# Diesel Idling



## Ed Williams

I was surfing YouTube and found a post from Adept Ape on diesel engine idling. He is a certified diesel mechanic and has many YouTube videos that are very informative, mostly on big rig diesels. The video I ran across said to never run a diesel at idle for any length of time as it would damage the motor and require a premature Rebuild. And this applies to all diesel engines. He never explained why running a diesel engine at idle would cause damage. He recommended not to ever run a diesel motor below 1000 rpm. Can anyone shed some light on this? My tired brain cannot comprehend this at all. What is the difference between running at 750 rpm and 1000 rpm that would damage a motor? What about all the trucks I see at rest areas, truck stops, and interstate ramps sitting all night with the motors idling? If I am doing my normal chores, I usually just let the tractor idle for 10-15 minutes to complete each task, then proceed to the next item on the list. I thought this would be easier on the tractor than startING and stopping the motor 10 times each evening. Am I damaging the tractor doing it this way? Please share your opinions. I know my brother in law let's his tractor idle while feeding the cattle, which is about 30 minutes for each feed lot.


----------



## bmaverick

Both my Yanmar manuals and the equal John Deere manuals both say not to idle more than 10mins at any given time unless there is a load applied like a PTO conveyor or a wood chipper or saw. 

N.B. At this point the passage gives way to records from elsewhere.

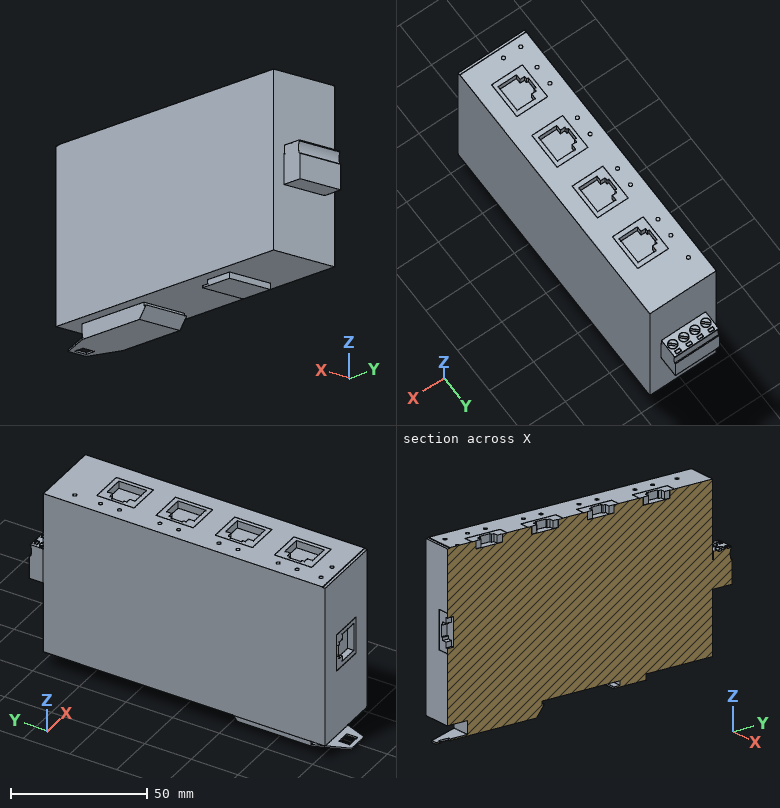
import cadquery as cq

body_width = 30.1
body_length = 120.9
body_height = 70.1
front_step_length = 1.1
front_step_height = 0.3

jack_width = 13.9
jack_length = 16.0
jack_frame_depth = 0.07
top_pocket_depth = 3.2
front_pocket_depth = 2.7
jack_right = 5.4
jack_shoulder = -2.8
jack_neck = -4.9
jack_tip = -5.7
jack_half_opening = 6.0
jack_half_neck = 3.6
jack_half_tip = 2.4
top_jack_count = 4
top_jack_pitch = 25.4
top_jack_x = 1.0
first_jack_y = 19.2
front_jack_x = 0.1
front_jack_z = 36.5

lamp_diameter = 1.5
lamp_depth = 0.07
lamp_x = -9.9
lamp_half_spacing = 4.0
front_lamp_y = 4.9
second_lamp_x = -2.0
power_lamp_y = 110.5

plug_width = 20.0
plug_reach = 9.0
plug_bottom = 26.5
plug_top = 41.6
plug_ledge_z = 36.5
plug_ledge = 0.4
groove_top_z = 41.2
groove_depth = 0.5
plug_gap = 0.3
plug_gap_height = 3.2
screw_count = 4
screw_pitch = 5.0
screw_diameter = 3.8
screw_recess = 0.3
screw_setback = 3.9
slot_width = 0.8
slot_depth = 0.4
probe_width = 2.2
probe_length = 1.2
probe_depth = 0.4
probe_setback = 7.3

mount_width = 20.0
clip_front = 78.6
clip_back = 90.7
clip_height = 2.4
clip_lip_reach = 2.8
clip_lip_thickness = 0.8
foot_height = 6.1
foot_front = 9.0
foot_back = 43.2
foot_hook_reach = 1.2
foot_hook_drop = 1.4
foot_bottom_back = 40.8
tab_reach = 5.1
tab_thickness = 0.8
tab_end_width = 8.9
tab_hole_width = 5.5
tab_hole_front = -3.1
tab_hole_length = 4.5


def extrude_across(points, width):
    """Extrude a (Y, Z) outline across X, centred on X = 0."""
    return cq.Workplane("YZ").polyline(points).close().extrude(width / 2, both=True)


def make_body():
    body = cq.Workplane("XY").box(body_width, body_length, body_height, centered=(True, False, False))
    step = cq.Workplane("XY").box(
        body_width, front_step_length, front_step_height, centered=(True, False, False)
    )
    return body.cut(step.translate((0, 0, body_height - front_step_height)))


def make_jack_cutter(pocket_depth):
    """Jack recess opening upward from Z = 0: a shallow frame and a stepped pocket."""
    half_outline = [
        (jack_right, jack_half_opening),
        (jack_shoulder, jack_half_opening),
        (jack_shoulder, jack_half_neck),
        (jack_neck, jack_half_neck),
        (jack_neck, jack_half_tip),
        (jack_tip, jack_half_tip),
    ]
    mirrored = [(x, -y) for x, y in reversed(half_outline)]
    pocket = cq.Workplane("XY").polyline(half_outline + mirrored).close().extrude(-pocket_depth)
    frame = cq.Workplane("XY").rect(jack_width, jack_length).extrude(-jack_frame_depth)
    return frame.union(pocket)


def cut_jacks_and_lamps(body):
    top_jack = make_jack_cutter(top_pocket_depth)
    lamps = [(lamp_x, front_lamp_y), (second_lamp_x, front_lamp_y), (lamp_x, power_lamp_y)]
    for index in range(top_jack_count):
        jack_y = first_jack_y + index * top_jack_pitch
        body = body.cut(top_jack.translate((top_jack_x, jack_y, body_height)))
        lamps.append((lamp_x, jack_y - lamp_half_spacing))
        lamps.append((lamp_x, jack_y + lamp_half_spacing))

    front_jack = make_jack_cutter(front_pocket_depth).rotate((0, 0, 0), (1, 0, 0), 90)
    body = body.cut(front_jack.translate((front_jack_x, 0, front_jack_z)))

    lamp_cutter = (
        cq.Workplane("XY", origin=(0, 0, body_height))
        .pushPoints(lamps)
        .circle(lamp_diameter / 2)
        .extrude(-lamp_depth)
    )
    return body.cut(lamp_cutter)


def make_plug():
    back = body_length + plug_reach
    upper_back = back - plug_ledge
    gap_bottom = plug_top - plug_gap_height
    groove_middle = (plug_ledge_z + groove_top_z) / 2
    plug = (
        cq.Workplane("YZ")
        .moveTo(body_length, plug_bottom)
        .lineTo(back, plug_bottom)
        .lineTo(back, plug_ledge_z)
        .lineTo(upper_back, plug_ledge_z)
        .threePointArc((upper_back - groove_depth, groove_middle), (upper_back, groove_top_z))
        .lineTo(upper_back, plug_top)
        .lineTo(body_length + plug_gap, plug_top)
        .lineTo(body_length + plug_gap, gap_bottom)
        .lineTo(body_length, gap_bottom)
        .close()
        .extrude(plug_width / 2, both=True)
    )

    screw_floor = plug_top - screw_recess
    screw = cq.Workplane("XY").circle(screw_diameter / 2).extrude(screw_recess)
    slot = (
        cq.Workplane("XY")
        .rect(screw_diameter, slot_width)
        .extrude(-slot_depth)
        .rotate((0, 0, 0), (0, 0, 1), -45)
        .intersect(cq.Workplane("XY").circle(screw_diameter / 2).extrude(-slot_depth))
    )
    probe = cq.Workplane("XY").rect(probe_width, probe_length).extrude(-probe_depth)
    for index in range(screw_count):
        x = (index - (screw_count - 1) / 2) * screw_pitch
        screw_place = (x, body_length + screw_setback, screw_floor)
        plug = plug.cut(screw.translate(screw_place))
        plug = plug.cut(slot.translate(screw_place))
        plug = plug.cut(probe.translate((x, body_length + probe_setback, plug_top)))
    return plug


def make_rail_clip():
    """Fixed rail clip with a thin lip pointing toward the foot."""
    lip_top = clip_lip_thickness - clip_height
    return extrude_across(
        [
            (clip_back, 0),
            (clip_back, -clip_height),
            (clip_front - clip_lip_reach, -clip_height),
            (clip_front - clip_lip_reach, lip_top),
            (clip_front, lip_top),
            (clip_front, 0),
        ],
        mount_width,
    )


def make_foot():
    """Hooked foot with a tapered release tab reaching past the front face."""
    foot = extrude_across(
        [
            (foot_front, 0),
            (foot_front, -foot_height),
            (foot_bottom_back, -foot_height),
            (foot_back + foot_hook_reach, -foot_hook_drop),
            (foot_back, -foot_hook_drop),
            (foot_back, 0),
        ],
        mount_width,
    )
    tab = (
        cq.Workplane("XY", origin=(0, 0, -foot_height))
        .polyline(
            [
                (-mount_width / 2, foot_front),
                (-tab_end_width / 2, -tab_reach),
                (tab_end_width / 2, -tab_reach),
                (mount_width / 2, foot_front),
            ]
        )
        .close()
        .extrude(tab_thickness)
    )
    tab_hole = (
        cq.Workplane("XY", origin=(0, tab_hole_front + tab_hole_length / 2, -foot_height))
        .rect(tab_hole_width, tab_hole_length)
        .extrude(tab_thickness)
    )
    return foot.union(tab.cut(tab_hole))


result = (
    cut_jacks_and_lamps(make_body())
    .union(make_plug())
    .union(make_rail_clip())
    .union(make_foot())
)

Getting the RPMs up ensures the oil can circulate to the upper engine parts much better than a near stall idle. Heck, it's diesel, it's not going to run out of fuel that quickly, so 800 to 1,000 RPMS is fine in my use. 

Now, I did find talk about Ag diesel equipment made before the 1990s. There are issues to consider ...

--- clip in ---
On low idle, a lot of diesel motors will not produce enough heat to a) fully expand the metals to seal mating surfaces and b) to fully burn the fuel. 

This causes what is called “wet stacking", where the unburnt fuel exits through the exhaust. It may also wash off the film of oil on the cylinders and may cause liner damage. Fuel may also dilute the crankcase oil.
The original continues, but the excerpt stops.